YA Thrillers That Depend on Unhealthy Female Relationships:


Dangerous Girls by Abigail Haas | Dangerous Girls is one of my favorite YA books of all time. It’s written so, so well and builds up believable suspense and suspicion, and has one of the most convincing unreliable narrators of all time. The reveal of the book is a bit ambiguous, but many readers take it to mean that Anna, the protagonist, killed her best friend Elise in a fit of rage driven by jealousy and obsession that grew out of the girls’ extremely co-dependent and obsessive friendship.
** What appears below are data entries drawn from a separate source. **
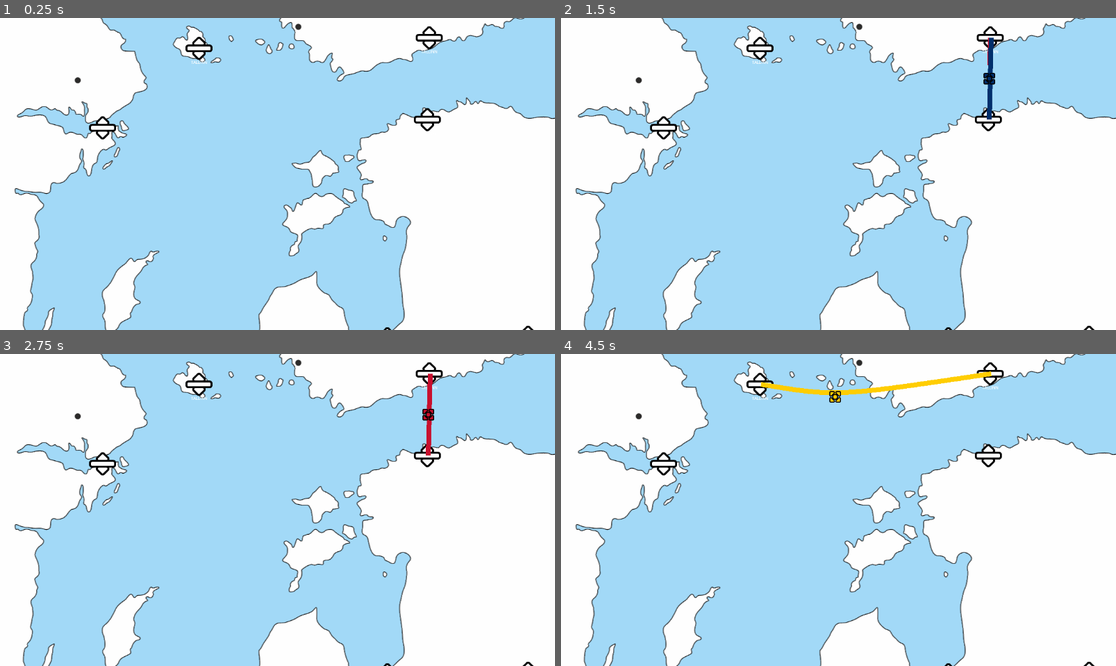
Above: before the commit, frames 1-4 (two rows, left to right).
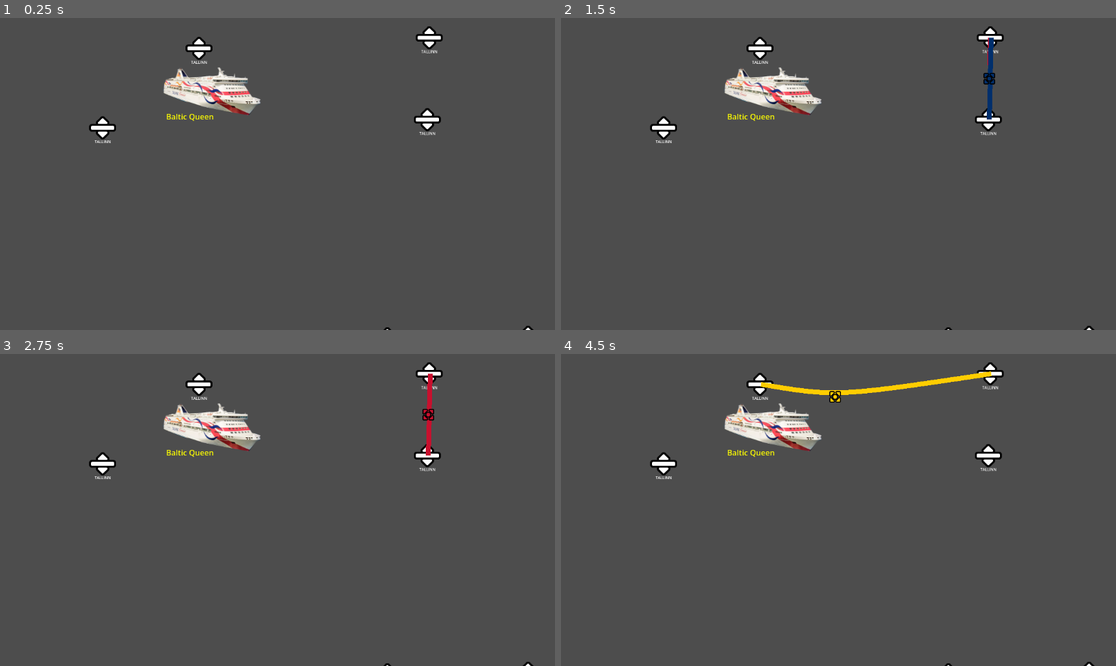
Above: after the commit, the same moments.

Repository: Levartar/mini-ferries
Game: Godot game, scene res://src/levels/test_level.tscn
The game is run twice, just before and just after one commit, with the same random seed, the same clock (stepped at 60 frames per second) and the same inputs. This scene is started directly instead of the project's main scene.
Inputs (mouse positions are in pixels of both pictures, inside the frame that each line leads up to):
- Up to frame 1 (0.25 s): no input
- Up to frame 2 (1.5 s): tap Enter at 0.5 s; drag from (988, 120) to (988, 36) at 0.52 s; tap Space at 1.25 s; drag from (988, 36) to (988, 120) at 1.27 s
- Up to frame 3 (2.75 s): tap Enter at 2 s; move the mouse to (99, 463) at 2.02 s; click (99, 463) at 2.17 s
- Up to frame 4 (4.5 s): tap Space at 2.75, 4.25 s; drag from (760, 385) to (988, 372) at 2.77 s; tap Enter at 3.5 s; drag from (988, 413) to (877, 378) at 3.52 s; drag from (877, 378) to (755, 432) at 4.27 s

The runs differ from the first frame. In frame 1, 99% of the frame differs, in the area x 0-100%, y 0-100%; in frame 2, 99%; in frame 3, 99%; in frame 4, 98%.

Commit message:
Updated Ships to have Types
* mimicked the logic from Port and used that to update Ship entity with types
* export Ship Name lets to choose currently available 3 ships
* Ship Name defines the icon, label text and the max_port value

Diff:
--- a/src/entities/ship.tscn
+++ b/src/entities/ship.tscn
@@ -1,20 +1,24 @@
 [gd_scene format=3 uid="uid://drireq533lsg5"]
 
-[ext_resource type="Texture2D" uid="uid://dsss5eanl4ruf" path="res://assets/Ships/baltic_princess.png" id="1_7p538"]
-[ext_resource type="Texture2D" uid="uid://b5owcw4c06piu" path="res://assets/Ships/baltic_queen.png" id="2_pcbd8"]
-[ext_resource type="Texture2D" uid="uid://bhsha46ndunwi" path="res://assets/Ships/megastar.png" id="3_a3alk"]
+[ext_resource type="Script" uid="uid://dvkt8pqog864o" path="res://src/scripts/ship.gd" id="1_s7fcy"]
+[ext_resource type="Texture2D" uid="uid://ctjdnunknhi65" path="res://assets/sprites/icons/tile_0204.png" id="2_rqhp2"]
 
-[node name="Ship" type="Node2D" unique_id=1174602753]
+[sub_resource type="RectangleShape2D" id="RectangleShape2D_7p538"]
+
+[node name="Ship" type="Area2D" unique_id=1514026530]
+script = ExtResource("1_s7fcy")
 metadata/Type = 0
 
-[node name="Baltic_princess" type="Sprite2D" parent="." unique_id=882006558]
-process_mode = 4
-texture = ExtResource("1_7p538")
+[node name="Sprite2D" type="Sprite2D" parent="." unique_id=1198214359]
+texture = ExtResource("2_rqhp2")
 
-[node name="Baltic_queen" type="Sprite2D" parent="." unique_id=461070183]
-process_mode = 4
-texture = ExtResource("2_pcbd8")
+[node name="CollisionShape2D" type="CollisionShape2D" parent="." unique_id=1735838917]
+shape = SubResource("RectangleShape2D_7p538")
 
-[node name="Megastar" type="Sprite2D" parent="." unique_id=1524878670]
-process_mode = 4
-texture = ExtResource("3_a3alk")
+[node name="Label" type="Label" parent="." unique_id=17742680]
+modulate = Color(1, 1, 0, 1)
+offset_left = -95.0
+offset_top = 41.0
+offset_right = -48.0
+offset_bottom = 64.0
+text = "Name"
--- a/src/levels/test_level.tscn
+++ b/src/levels/test_level.tscn
@@ -5,15 +5,19 @@
 [ext_resource type="PackedScene" uid="uid://c4ykmsfcg5c4f" path="res://src/entities/Land.tscn" id="3_7hvae"]
 [ext_resource type="PackedScene" uid="uid://b1x38aye2hryc" path="res://src/entities/Port.tscn" id="4_br53r"]
 [ext_resource type="PackedScene" uid="uid://q5dnrey14wfx" path="res://src/entities/ferry/Ferry.tscn" id="6_45v6v"]
+[ext_resource type="PackedScene" uid="uid://drireq533lsg5" path="res://src/entities/ship.tscn" id="7_45v6v"]
 [ext_resource type="PackedScene" uid="uid://d2pc4x03jiacl" path="res://src/scripts/line-manager/LineManager.tscn" id="7_q3sum"]
 
 [node name="Test_level" type="Node2D" unique_id=234209174]
 
 [node name="Land" parent="." unique_id=193335558 instance=ExtResource("3_7hvae")]
+visible = false
 
 [node name="Map Marks" parent="." unique_id=830546108 instance=ExtResource("2_br53r")]
+visible = false
 
 [node name="Sea" parent="." unique_id=2138396762 instance=ExtResource("1_hdcac")]
+visible = false
 
 [node name="Tallinn" parent="." unique_id=733375235 instance=ExtResource("4_br53r")]
 position = Vector2(451, 102)
@@ -41,4 +45,8 @@
 position = Vector2(660, 554)
 
 [node name="Camera2D" type="Camera2D" parent="." unique_id=674862777]
+visible = false
 position = Vector2(140, 215)
+
+[node name="Ship" parent="." unique_id=1514026530 instance=ExtResource("7_45v6v")]
+position = Vector2(4, 43)
--- a/src/scripts/game_constants.gd
+++ b/src/scripts/game_constants.gd
@@ -9,3 +9,14 @@
 	MARIENHAMN,
 	ROSTOCK
 }
+
+enum ShipTypes {
+	TWO,
+	THREE
+	}
+
+enum ShipNames {
+	QUEEN,
+	PRINCESS,
+	MEGASTAR
+	}
--- /dev/null
+++ b/src/scripts/ship.gd
@@ -0,0 +1,35 @@
+extends Area2D
+class_name Ship
+
+enum ShipTypes {TWO, THREE}
+enum ShipNames {QUEEN, PRINCESS, MEGASTAR}
+
+@export var ship_name: ShipNames = ShipNames.QUEEN
+var ship_type: ShipTypes = ShipTypes.TWO
+var max_ports: int = 2
+
+static var ShipTags = {
+	ShipNames.QUEEN: "Baltic Queen",
+	ShipNames.PRINCESS: "Baltic Princess",
+	ShipNames.MEGASTAR: "Megastar"
+}
+
+static var ShipIcons = {
+	ShipNames.QUEEN: preload("res://assets/Ships/baltic_queen.png"),
+	ShipNames.PRINCESS: preload("res://assets/Ships/baltic_princess.png"),
+	ShipNames.MEGASTAR: preload("res://assets/Ships/megastar.png")
+}
+const SHIP_ICON = preload("res://assets/sprites/icons/tracking_horizontal.png")
+
+# Called when the node enters the scene tree for the first time.
+func _ready() -> void:
+	$Sprite2D.texture = ShipIcons.get(ship_name, preload("res://assets/sprites/icons/tracking_horizontal.png"))
+	$Label.text = ShipTags.get(ship_name, "What Is This?")
+	if ship_name != ShipNames.PRINCESS:
+		ship_type = ShipTypes.THREE
+		max_ports = 3
+
+
+# Called every frame. 'delta' is the elapsed time since the previous frame.
+#func _process(delta: float) -> void:
+#	pass
Not shown, added: src/scripts/ship.gd.uid

Flashbacks throughout the novel solidify that Elise and Anna’s relationship turned extremely toxic over the years, and the addition of a new person into their friendship bubble, Anna’s boyfriend Tate, pushed both girls to the breaking point in their friendship.

Suicide Notes from Beautiful Girls by Lynn Weingarten | Another novel that puts a compulsive teenage girl friendship at its center, this novel starts with one of the girls, Delia, being presumed dead, and her former best friend, June, trying to come to terms and understand how her suicide happened. Through flashbacks readers come to learn that June initially cut ties with Delia due to her boundary-pushing behavior, but her grief over Delia’s death pulls her right back into her orbit (because, surprise, she’s not dead!) When June is reunited with Delia, she falls into the trap of letting Delia dictate her actions again, and the reader is left with an extremely vague ending where June is given an ultimatum by her best friend of either faking her death or being murdered.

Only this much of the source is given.